Jack had a six pack of Mosons Export beer tucked neatly in the violin case.
He was nabbed quickly and then suspended from Humberside C..I. for a
few days.   To us he became a kind of folk hero.   A gregarious chap who meant
no great harm to anyone;  Took his suspension in his stride.  a folk hero.

WRONG WAY CUSH

About the same time Wrong Way Cush became famous and got the nick name
of “Wrong Way” because he intercepted a pass from the enemy quarterback
and proceeded to run with the ball for a possible touchdown,   Only trouble was that
he ran the wrong way.   He was about to score a touchdown against his own team…
our team.   As he ran by our team bench we were all lined along the
field white chalk line margin yelling “Wrong Way! WRONG WAY CUSH!

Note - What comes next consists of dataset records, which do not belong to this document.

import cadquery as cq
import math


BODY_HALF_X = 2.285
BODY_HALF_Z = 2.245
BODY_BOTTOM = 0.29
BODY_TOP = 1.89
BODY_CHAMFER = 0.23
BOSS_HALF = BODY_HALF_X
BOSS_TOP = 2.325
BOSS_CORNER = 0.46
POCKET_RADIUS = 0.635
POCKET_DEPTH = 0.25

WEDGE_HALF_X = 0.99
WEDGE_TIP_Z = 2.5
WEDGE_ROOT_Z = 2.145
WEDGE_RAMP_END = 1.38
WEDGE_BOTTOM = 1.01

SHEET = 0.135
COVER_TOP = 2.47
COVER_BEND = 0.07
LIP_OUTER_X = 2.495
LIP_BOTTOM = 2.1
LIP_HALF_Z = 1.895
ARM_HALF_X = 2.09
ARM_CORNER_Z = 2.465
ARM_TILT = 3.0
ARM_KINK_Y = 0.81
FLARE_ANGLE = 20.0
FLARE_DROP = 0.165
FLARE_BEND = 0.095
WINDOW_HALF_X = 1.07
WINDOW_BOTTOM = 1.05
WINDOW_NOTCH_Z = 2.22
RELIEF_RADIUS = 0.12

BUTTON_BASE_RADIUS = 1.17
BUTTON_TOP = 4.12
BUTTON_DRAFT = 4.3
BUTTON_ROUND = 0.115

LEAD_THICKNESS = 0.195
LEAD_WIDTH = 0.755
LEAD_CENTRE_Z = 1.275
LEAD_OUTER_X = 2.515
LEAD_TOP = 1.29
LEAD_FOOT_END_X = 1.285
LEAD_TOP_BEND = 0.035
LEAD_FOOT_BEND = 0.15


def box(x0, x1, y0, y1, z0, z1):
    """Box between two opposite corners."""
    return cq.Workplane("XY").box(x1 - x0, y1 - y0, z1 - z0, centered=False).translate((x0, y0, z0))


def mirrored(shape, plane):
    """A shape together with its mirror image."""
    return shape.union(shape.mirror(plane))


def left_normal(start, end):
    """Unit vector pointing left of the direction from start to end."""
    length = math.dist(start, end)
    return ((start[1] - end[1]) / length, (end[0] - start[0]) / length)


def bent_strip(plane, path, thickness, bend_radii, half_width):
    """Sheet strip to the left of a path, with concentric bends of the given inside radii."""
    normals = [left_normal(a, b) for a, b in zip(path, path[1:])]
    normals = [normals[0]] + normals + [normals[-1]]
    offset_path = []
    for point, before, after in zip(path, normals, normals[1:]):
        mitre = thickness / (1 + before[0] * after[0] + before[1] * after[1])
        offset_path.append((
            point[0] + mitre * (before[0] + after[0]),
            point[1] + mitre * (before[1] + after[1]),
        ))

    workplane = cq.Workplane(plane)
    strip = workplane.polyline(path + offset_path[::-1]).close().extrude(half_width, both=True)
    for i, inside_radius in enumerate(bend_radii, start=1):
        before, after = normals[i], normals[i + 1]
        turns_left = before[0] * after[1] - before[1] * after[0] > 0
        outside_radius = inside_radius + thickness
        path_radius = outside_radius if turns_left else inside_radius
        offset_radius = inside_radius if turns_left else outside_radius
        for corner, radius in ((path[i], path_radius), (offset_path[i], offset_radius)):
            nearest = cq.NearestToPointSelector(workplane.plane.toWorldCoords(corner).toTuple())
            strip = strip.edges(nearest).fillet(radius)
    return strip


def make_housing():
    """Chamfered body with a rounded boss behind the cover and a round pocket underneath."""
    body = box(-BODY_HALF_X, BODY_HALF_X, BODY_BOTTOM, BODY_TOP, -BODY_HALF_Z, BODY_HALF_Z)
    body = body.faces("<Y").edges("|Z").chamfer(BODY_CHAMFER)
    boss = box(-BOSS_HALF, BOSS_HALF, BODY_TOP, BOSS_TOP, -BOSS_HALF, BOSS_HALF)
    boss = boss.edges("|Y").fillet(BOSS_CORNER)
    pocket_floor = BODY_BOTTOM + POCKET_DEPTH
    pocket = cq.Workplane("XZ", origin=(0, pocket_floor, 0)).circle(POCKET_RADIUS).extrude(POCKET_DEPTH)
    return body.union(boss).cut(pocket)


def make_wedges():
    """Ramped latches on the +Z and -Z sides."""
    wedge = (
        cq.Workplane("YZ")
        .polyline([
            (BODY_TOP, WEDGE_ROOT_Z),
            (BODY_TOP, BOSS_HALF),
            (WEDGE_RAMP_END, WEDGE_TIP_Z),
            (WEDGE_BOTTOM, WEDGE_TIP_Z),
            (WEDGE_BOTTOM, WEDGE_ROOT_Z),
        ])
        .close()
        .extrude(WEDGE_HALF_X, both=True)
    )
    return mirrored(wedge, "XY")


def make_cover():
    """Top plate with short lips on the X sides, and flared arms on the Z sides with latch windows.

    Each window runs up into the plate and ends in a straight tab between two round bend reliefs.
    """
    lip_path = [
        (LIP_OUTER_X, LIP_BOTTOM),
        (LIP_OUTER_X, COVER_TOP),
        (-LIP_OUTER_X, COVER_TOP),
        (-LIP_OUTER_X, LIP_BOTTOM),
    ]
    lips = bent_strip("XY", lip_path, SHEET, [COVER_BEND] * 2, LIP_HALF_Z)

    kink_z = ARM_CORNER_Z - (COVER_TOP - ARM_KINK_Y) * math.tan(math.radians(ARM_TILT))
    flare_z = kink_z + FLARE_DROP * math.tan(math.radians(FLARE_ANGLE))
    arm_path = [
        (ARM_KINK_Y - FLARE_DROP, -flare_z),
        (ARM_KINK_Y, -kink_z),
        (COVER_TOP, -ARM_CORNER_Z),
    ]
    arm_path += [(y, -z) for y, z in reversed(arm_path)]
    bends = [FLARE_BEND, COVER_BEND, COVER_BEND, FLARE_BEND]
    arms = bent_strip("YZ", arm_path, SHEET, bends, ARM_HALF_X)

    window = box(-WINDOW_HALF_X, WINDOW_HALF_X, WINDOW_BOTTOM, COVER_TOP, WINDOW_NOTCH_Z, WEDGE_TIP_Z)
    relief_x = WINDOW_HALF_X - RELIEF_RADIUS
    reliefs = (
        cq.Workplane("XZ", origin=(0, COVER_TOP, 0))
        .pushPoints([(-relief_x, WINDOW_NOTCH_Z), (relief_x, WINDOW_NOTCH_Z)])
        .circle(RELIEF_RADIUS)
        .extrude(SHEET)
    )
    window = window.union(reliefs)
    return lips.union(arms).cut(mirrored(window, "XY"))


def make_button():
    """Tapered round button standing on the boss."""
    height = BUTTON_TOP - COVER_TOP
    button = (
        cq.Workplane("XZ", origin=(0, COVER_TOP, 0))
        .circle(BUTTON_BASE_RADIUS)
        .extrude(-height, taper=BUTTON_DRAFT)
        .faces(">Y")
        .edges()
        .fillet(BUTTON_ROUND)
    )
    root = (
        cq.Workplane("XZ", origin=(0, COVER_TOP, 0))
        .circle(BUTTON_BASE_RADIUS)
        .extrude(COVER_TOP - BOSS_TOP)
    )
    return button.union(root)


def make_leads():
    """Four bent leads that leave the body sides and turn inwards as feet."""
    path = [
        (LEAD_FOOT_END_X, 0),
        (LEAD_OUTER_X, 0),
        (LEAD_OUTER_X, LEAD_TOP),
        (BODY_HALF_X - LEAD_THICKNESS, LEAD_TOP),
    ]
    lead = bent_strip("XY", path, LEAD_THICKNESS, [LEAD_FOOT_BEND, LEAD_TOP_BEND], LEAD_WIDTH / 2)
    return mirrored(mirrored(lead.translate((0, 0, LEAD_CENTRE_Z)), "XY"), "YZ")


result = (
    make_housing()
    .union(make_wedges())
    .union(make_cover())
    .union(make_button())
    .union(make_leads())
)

“Hey there Cush,…why did you run the wrong way?”
“I got confused….got turned around,,,,did not ex[pect  to catch the ball really
but once caught I knew I had to do something.”
“Some of our guys weere trying to knock you down…didn’t you notice?”
“Yes I noticed.  Wondered why they would want to knock me down…I was on
their team.  I thought they were confused.”
“How come you stopped?”
“Passing our bench someone called me an ‘asshole’ while the rest of
you were yelling “Wrong Way Cush.”
and that was how Wrong Way Cush got his name.

GRANT WEBER’S STOMACH…BONG!

(fond memory of Caroline Laughlin, Nov 22, 2023)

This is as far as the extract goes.